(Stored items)
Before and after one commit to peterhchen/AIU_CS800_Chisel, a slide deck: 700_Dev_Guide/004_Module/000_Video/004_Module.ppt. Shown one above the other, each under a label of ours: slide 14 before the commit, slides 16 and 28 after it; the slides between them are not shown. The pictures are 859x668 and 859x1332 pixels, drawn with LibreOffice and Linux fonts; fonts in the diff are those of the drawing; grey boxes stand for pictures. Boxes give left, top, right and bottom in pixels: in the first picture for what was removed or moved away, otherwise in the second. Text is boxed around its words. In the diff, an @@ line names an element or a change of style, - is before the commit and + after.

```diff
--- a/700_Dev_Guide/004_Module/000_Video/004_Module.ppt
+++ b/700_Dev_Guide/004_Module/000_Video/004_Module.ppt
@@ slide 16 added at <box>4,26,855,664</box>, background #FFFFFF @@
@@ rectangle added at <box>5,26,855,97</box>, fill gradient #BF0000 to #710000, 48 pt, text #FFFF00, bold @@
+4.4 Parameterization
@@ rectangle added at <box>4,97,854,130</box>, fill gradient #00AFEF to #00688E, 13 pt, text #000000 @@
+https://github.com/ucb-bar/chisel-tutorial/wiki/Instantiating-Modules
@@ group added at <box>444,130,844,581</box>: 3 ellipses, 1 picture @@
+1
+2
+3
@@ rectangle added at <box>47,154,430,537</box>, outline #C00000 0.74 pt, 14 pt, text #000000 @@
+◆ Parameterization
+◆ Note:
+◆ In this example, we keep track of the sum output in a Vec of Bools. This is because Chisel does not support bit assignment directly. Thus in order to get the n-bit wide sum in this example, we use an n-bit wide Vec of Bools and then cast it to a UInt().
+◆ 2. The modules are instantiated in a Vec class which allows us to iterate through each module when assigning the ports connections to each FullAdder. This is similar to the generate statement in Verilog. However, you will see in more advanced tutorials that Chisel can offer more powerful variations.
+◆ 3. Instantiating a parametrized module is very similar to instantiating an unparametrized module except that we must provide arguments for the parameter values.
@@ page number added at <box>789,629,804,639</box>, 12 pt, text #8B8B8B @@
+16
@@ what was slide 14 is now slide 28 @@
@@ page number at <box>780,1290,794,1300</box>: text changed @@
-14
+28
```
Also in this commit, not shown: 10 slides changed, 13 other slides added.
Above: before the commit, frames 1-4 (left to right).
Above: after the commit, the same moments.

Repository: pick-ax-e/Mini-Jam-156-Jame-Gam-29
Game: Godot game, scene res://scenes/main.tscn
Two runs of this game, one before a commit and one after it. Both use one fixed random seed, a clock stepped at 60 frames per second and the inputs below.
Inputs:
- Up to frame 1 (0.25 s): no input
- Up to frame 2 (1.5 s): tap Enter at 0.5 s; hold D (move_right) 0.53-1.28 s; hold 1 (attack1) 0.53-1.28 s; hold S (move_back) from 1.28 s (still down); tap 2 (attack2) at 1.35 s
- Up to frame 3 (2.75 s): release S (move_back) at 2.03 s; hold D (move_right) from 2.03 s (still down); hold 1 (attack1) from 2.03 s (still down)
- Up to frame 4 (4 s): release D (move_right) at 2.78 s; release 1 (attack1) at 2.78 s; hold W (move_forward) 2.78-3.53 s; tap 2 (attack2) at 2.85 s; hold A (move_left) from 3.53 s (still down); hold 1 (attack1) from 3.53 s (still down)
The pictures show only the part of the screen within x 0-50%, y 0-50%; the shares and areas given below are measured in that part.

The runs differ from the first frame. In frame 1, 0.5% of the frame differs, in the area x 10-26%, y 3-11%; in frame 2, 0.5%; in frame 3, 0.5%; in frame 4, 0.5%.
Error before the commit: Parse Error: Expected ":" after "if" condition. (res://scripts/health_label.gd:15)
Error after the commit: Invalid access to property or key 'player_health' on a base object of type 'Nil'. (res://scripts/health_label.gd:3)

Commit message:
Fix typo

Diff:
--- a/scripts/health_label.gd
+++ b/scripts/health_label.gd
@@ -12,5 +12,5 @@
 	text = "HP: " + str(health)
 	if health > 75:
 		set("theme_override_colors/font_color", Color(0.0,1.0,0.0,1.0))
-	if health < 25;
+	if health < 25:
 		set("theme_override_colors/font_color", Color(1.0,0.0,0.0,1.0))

== Exercise objective ==
Produce only the lines from the line containing "Also in this" through the line containing "- Up to frame 3", inclusive of both, exactly as they stand in the entries above.

== Response for this exercise ==
Also in this commit, not shown: 10 slides changed, 13 other slides added.
Above: before the commit, frames 1-4 (left to right).
Above: after the commit, the same moments.

Repository: pick-ax-e/Mini-Jam-156-Jame-Gam-29
Game: Godot game, scene res://scenes/main.tscn
Two runs of this game, one before a commit and one after it. Both use one fixed random seed, a clock stepped at 60 frames per second and the inputs below.
Inputs:
- Up to frame 1 (0.25 s): no input
- Up to frame 2 (1.5 s): tap Enter at 0.5 s; hold D (move_right) 0.53-1.28 s; hold 1 (attack1) 0.53-1.28 s; hold S (move_back) from 1.28 s (still down); tap 2 (attack2) at 1.35 s
- Up to frame 3 (2.75 s): release S (move_back) at 2.03 s; hold D (move_right) from 2.03 s (still down); hold 1 (attack1) from 2.03 s (still down)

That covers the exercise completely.